Manuscripts/Mixed Material Interview with William Primosch
PRIMOSCH: It was on Eastern Europe, but there was also one kind of unique issue which I spent a lot of time on. It involved Foreign Military Sales (FMS) debt. The United States in its effort to help countries build their defenses against the communists, the threats of communism, had lent a lot of money to countries all over the world, particularly the Middle East, to buy weapons. But it was awful the way it was provided, with commercial interest rates as high as 10 percent or more. Basically, we provided the credit at market rates over long terms. Some of these countries, particularly Egypt, had borrowed billion dollars to buy arms. Of course, Egypt is a poor country to begin with. You don't create any economic capacity when you borrow to buy tanks and weapons. Then lo and behold, we're surprised that they can't pay it back. What do we do? The U.S. Congress, being very cheap, didn't want to write it off. They had borrowed, which today seems like extraordinarily high rates, 10 year loans at nine to 11 percent. By the late 1980s, the interest rates had started to decline and these countries were complaining 1) we've got this huge debt and 2) it's at very high interest rates. How can we possibly pay it back? Can't you help us? We did an awful lot of running around in circles trying to figure out how to lower the interest rate payments on that debt. In the end, the solution was provided by the Gulf War. All the countries that had supported the United States or participated in the allied force that went into Kuwait were forgiven their debt. That was the one of the greatest financial benefits offered to Egypt. In one fell swoop, they had billions of dollars of debt written off.
Q: As one was working on this, in one way or another, you were going to have to write this off. One can talk tough, but you're not going to drive a country to its knees when you've persuaded them to buy military equipment.

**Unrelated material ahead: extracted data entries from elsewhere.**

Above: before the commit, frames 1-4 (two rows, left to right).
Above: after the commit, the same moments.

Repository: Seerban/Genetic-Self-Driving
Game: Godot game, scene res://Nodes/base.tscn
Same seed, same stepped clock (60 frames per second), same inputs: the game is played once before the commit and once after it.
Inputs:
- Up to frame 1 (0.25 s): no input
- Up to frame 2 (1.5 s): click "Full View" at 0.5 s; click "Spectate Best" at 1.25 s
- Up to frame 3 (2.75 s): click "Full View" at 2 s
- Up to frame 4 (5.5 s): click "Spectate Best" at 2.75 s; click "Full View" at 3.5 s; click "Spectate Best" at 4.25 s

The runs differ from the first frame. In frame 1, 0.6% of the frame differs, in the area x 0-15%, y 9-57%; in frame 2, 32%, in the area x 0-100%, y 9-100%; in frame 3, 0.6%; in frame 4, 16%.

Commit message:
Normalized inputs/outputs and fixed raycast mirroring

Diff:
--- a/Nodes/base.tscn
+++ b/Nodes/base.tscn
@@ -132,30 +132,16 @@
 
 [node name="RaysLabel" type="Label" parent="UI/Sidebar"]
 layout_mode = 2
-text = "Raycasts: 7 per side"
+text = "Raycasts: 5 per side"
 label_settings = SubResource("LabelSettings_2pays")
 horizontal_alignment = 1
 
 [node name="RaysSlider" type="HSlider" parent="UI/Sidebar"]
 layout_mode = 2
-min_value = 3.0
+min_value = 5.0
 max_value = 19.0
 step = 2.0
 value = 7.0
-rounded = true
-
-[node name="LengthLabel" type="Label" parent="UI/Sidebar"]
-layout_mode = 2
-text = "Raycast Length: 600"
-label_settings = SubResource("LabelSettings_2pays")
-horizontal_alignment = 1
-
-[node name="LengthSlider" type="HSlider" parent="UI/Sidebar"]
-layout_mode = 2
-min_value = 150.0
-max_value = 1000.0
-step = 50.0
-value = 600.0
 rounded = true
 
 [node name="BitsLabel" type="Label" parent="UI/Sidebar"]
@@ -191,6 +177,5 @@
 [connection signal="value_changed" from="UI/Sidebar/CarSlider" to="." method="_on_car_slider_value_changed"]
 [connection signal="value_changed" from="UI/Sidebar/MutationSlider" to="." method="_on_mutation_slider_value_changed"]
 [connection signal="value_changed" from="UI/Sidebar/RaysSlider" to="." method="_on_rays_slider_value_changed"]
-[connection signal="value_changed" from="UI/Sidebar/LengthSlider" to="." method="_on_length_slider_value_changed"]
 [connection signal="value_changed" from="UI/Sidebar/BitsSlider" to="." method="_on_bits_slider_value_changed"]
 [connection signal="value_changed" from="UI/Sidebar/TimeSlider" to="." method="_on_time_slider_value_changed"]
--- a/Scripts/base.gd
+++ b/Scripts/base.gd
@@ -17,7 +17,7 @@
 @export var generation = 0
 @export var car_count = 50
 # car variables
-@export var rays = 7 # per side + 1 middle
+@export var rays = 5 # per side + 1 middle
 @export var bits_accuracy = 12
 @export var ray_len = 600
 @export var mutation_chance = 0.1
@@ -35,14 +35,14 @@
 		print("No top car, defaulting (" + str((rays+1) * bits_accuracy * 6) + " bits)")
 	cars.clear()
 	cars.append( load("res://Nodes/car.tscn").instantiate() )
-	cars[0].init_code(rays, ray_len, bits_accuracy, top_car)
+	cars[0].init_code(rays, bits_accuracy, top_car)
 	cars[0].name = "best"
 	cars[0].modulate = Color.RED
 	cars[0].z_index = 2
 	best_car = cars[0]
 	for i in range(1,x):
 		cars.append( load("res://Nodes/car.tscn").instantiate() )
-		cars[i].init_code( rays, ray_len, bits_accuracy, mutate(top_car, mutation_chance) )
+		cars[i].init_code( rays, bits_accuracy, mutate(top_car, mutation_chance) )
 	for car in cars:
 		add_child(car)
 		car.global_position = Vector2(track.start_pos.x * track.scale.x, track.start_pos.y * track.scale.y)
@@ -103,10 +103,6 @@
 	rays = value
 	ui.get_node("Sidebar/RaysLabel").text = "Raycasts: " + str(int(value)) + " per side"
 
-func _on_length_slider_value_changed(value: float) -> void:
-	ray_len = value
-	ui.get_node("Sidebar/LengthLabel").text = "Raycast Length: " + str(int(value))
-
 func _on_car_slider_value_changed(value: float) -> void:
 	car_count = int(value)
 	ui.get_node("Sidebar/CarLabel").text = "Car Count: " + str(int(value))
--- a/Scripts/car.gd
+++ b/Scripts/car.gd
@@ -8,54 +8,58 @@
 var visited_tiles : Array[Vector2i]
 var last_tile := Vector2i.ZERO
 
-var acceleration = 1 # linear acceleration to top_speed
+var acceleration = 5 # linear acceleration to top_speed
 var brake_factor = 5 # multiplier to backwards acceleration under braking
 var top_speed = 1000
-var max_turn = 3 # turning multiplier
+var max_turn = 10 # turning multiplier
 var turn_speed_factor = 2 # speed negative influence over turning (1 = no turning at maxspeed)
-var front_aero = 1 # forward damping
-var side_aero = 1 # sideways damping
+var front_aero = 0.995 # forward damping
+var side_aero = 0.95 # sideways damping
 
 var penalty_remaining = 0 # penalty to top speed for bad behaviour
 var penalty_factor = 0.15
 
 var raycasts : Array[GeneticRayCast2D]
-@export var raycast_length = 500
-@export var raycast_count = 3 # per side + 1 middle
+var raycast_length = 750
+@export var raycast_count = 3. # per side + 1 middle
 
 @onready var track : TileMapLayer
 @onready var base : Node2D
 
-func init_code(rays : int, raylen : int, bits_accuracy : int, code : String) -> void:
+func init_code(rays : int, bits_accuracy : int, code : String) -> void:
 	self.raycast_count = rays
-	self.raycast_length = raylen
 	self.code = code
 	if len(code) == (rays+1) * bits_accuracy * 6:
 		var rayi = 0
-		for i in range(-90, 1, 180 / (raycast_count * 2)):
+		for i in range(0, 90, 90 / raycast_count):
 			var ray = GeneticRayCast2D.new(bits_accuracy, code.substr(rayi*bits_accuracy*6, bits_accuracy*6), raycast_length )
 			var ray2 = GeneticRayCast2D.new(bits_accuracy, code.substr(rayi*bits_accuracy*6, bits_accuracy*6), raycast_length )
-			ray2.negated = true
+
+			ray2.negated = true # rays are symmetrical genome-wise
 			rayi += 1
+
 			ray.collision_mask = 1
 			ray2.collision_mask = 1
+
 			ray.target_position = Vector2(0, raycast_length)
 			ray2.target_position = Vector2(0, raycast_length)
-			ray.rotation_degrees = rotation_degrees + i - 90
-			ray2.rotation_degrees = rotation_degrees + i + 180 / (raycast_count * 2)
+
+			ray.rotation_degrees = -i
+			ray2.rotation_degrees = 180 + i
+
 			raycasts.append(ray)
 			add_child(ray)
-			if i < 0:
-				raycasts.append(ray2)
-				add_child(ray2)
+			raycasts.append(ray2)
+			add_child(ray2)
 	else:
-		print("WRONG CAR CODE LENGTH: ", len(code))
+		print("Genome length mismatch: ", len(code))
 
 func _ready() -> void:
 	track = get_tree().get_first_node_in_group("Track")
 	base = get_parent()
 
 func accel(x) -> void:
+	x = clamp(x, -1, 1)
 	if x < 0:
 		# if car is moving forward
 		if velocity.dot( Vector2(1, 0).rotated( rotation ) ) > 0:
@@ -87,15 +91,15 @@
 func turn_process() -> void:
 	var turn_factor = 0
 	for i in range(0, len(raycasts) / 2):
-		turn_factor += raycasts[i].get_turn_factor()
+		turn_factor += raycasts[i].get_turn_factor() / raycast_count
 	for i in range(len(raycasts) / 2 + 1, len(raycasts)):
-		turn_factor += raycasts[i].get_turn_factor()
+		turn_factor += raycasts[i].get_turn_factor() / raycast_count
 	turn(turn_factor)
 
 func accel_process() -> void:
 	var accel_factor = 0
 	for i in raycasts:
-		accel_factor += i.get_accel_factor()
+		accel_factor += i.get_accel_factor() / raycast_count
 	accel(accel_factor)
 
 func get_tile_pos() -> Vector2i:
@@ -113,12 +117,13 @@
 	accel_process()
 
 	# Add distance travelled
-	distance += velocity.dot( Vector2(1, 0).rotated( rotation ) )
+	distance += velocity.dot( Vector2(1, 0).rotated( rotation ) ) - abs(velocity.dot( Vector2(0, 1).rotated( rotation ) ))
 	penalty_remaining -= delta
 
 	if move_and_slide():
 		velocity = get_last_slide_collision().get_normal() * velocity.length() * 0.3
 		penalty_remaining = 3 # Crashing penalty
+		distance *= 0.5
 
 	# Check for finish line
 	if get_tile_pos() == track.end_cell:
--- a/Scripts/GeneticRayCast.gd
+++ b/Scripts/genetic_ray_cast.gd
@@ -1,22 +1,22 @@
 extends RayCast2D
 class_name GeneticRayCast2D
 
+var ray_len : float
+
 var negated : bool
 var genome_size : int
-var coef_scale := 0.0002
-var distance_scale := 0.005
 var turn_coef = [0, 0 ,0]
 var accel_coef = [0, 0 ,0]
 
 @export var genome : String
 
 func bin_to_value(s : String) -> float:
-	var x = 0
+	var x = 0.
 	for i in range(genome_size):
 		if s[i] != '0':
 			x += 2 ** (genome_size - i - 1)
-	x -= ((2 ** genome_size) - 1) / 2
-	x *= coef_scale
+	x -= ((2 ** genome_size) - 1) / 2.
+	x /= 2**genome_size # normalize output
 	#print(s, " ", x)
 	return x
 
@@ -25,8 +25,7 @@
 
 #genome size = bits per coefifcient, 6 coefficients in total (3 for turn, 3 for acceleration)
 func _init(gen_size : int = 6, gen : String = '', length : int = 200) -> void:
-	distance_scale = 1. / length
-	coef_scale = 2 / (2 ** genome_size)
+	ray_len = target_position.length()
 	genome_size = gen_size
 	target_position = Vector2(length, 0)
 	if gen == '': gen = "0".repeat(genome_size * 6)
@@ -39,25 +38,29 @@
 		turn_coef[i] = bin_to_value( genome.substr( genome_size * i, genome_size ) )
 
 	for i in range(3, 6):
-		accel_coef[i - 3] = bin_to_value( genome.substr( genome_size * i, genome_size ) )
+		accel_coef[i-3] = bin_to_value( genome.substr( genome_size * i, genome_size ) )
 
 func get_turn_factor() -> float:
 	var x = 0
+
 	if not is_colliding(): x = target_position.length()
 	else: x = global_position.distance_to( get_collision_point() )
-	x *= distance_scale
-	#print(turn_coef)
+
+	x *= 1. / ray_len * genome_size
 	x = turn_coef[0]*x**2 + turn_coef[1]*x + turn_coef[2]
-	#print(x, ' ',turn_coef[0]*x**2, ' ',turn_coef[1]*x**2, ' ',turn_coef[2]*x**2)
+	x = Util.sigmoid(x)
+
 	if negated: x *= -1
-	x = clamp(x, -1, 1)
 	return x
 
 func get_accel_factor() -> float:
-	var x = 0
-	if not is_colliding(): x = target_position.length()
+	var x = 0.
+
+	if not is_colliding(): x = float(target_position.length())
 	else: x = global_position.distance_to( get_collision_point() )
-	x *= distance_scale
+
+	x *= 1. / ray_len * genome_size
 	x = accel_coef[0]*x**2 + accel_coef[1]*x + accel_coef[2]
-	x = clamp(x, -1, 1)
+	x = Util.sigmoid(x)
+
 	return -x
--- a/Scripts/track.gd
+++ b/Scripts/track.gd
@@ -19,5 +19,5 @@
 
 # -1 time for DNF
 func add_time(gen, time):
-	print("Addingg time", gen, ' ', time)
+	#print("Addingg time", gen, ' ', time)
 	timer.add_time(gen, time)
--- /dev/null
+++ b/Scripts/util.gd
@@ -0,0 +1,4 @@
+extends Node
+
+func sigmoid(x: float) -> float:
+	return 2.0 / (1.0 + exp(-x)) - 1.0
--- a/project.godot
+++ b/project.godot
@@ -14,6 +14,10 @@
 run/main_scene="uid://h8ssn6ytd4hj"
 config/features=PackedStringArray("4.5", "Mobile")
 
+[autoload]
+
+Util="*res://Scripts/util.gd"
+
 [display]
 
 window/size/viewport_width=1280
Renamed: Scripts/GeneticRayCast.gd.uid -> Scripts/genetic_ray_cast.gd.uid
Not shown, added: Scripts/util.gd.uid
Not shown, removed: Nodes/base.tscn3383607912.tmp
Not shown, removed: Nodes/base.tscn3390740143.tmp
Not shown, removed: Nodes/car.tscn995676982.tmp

PRIMOSCH: It seemed pretty evident to me that that was the only outcome, but at the time the Congress was being very hard-nosed that they would just not accept debt write-offs, particularly of this scale. There was a fear of setting a precedent that would migrate over to the commercial debt owed. The Export-Import Bank had also had a lot of loans to these countries that they were having difficulty servicing. Commercial banks were worried about the problem because if you started encouraging countries to think that you could write that off then they would want their civilian private bank debt written off. So there was great resistance to this even though it seemed pretty evident. Egypt is a perfect case. They had billions of dollars in military debt which had very high interest rates and an economy that's not producing much. They were just not going to be able to pay. But when you write off debt, you have to adjust the budget to account for lost income and that means Congress had to cut spending in some other domestic area or in the defense area. At the time Congress was just not willing to do that.
Q: When there was a big debt crisis that involved Brazil and Mexico, did that come at that time?